# 18w UV tube in 20w ballast?



## _simon_ (Nov 27, 2007)

Just checking, I think this is ok as it's only 2w difference?


----------



## animalmadhouse (Nov 17, 2010)

normaly on the starter unit gives you a range mine is from 18w -20w.


----------



## marcusjelly (Aug 25, 2010)

check it like he said but , i was very sure that u need to match the ballast to the light especially with stuff a bit more powerful!
at the very least if mismatched the light wont perform properly and emit the right intensity


----------



## _simon_ (Nov 27, 2007)

ok, I think I need new glasses. Just looked at it again and it does indeed say 18w - 20w.
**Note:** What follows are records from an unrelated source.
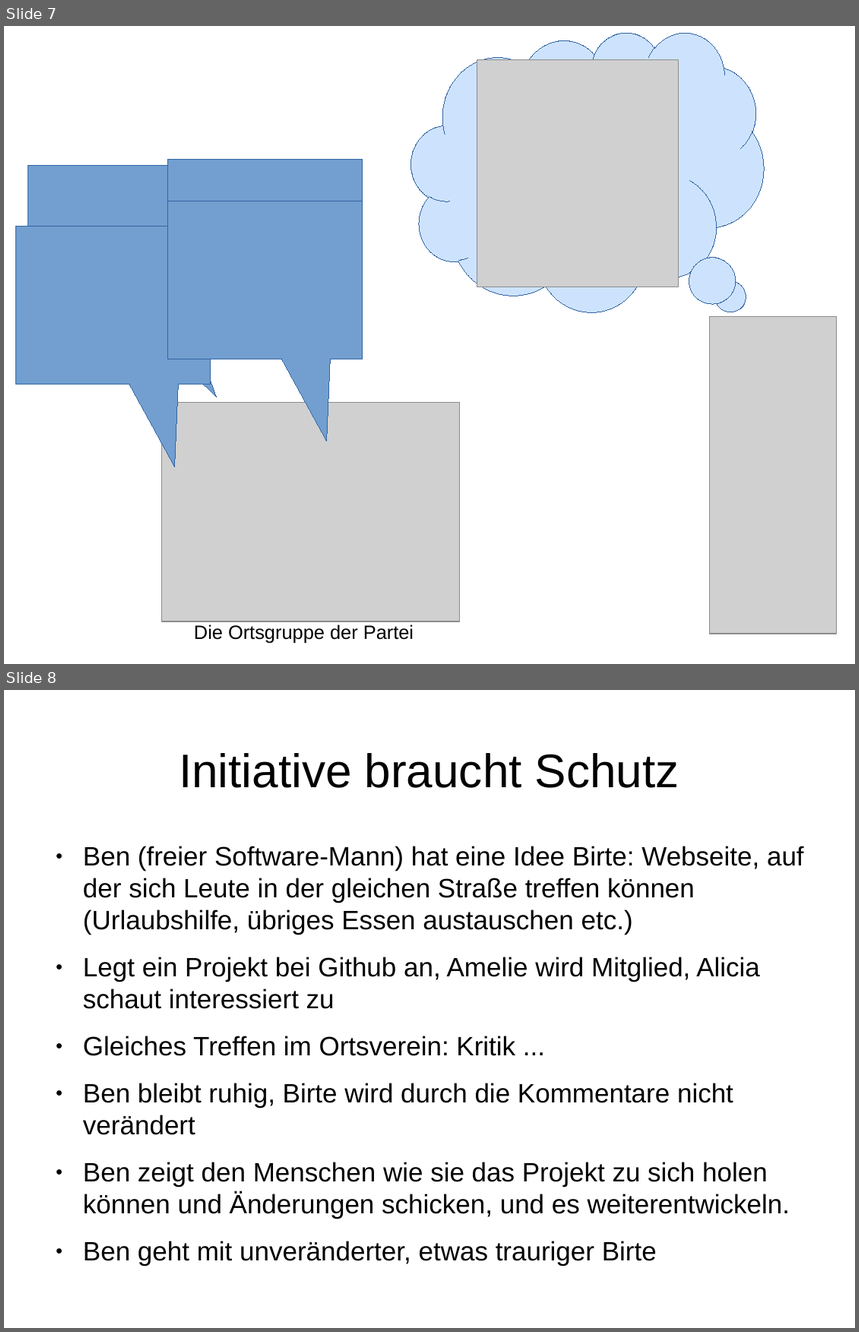
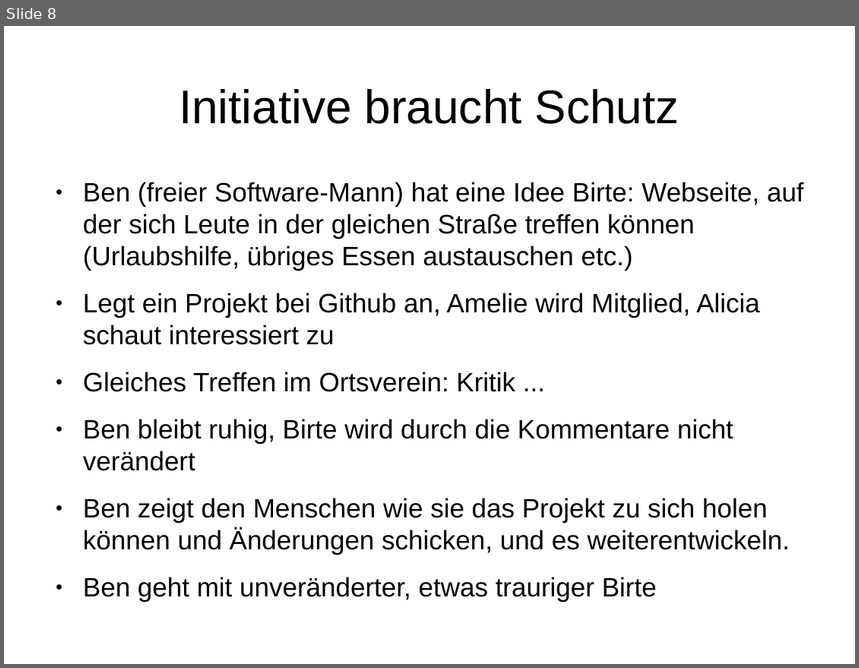
Before and after one commit to lafisrap/Philosophie, a slide deck: Animation 1 - Über die Unzerstörberkeit von Ideen.odp. Shown one above the other, each under a label of ours: slides 7 and 8 before the commit, slide 8 after it. The pictures are 859x1332 and 859x668 pixels, drawn with LibreOffice and Linux fonts; fonts in the diff are those of the drawing; grey boxes stand for pictures. Boxes give left, top, right and bottom in pixels: in the first picture for what was removed or moved away, otherwise in the second. Text is boxed around its words. In the diff, an @@ line names an element or a change of style, - is before the commit and + after.

```diff
--- a/Animation 1 - Über die Unzerstörberkeit von Ideen.odp
+++ b/Animation 1 - Über die Unzerstörberkeit von Ideen.odp
@@ slide 7 removed at (x1=4, y1=26, x2=855, y2=664), background #FFFFFF @@
@@ thought cloud removed at (x1=412, y1=32, x2=765, y2=312) @@
@@ picture removed at (x1=477, y1=60, x2=679, y2=288) @@
@@ speech box removed at (x1=168, y1=160, x2=363, y2=318) @@
@@ speech box removed at (x1=28, y1=166, x2=223, y2=324) @@
@@ speech box removed at (x1=168, y1=201, x2=363, y2=359) @@
@@ speech box removed at (x1=16, y1=227, x2=211, y2=385) @@
@@ picture removed at (x1=710, y1=317, x2=838, y2=635) @@
@@ picture removed at (x1=162, y1=403, x2=461, y2=623) @@
@@ text removed at (x1=194, y1=625, x2=414, y2=644) @@
-Die Ortsgruppe der Partei
```
Also in this commit, not shown: 2 slides added, 1 other slide removed.

Sorry for wasting peoples time!


----------



## animalmadhouse (Nov 17, 2010)

never know untill you ask/ or look :lol2:


----------



## marcusjelly (Aug 25, 2010)

well i learnt something as well , thank you animalmadhouse


----------



## animalmadhouse (Nov 17, 2010)

marcusjelly said:


> well i learnt something as well , thank you animalmadhouse


 if i can help anybody i will,:2thumb: just with these starter units when they stop working the 1st thing check the starter which is the white round canister type thing on the top and make sure you get the correct 1 or it wont work. failing that it mite be the lamp but if there is a fishy type of smell then its the choke/ballest. hope this helps any 1.


----------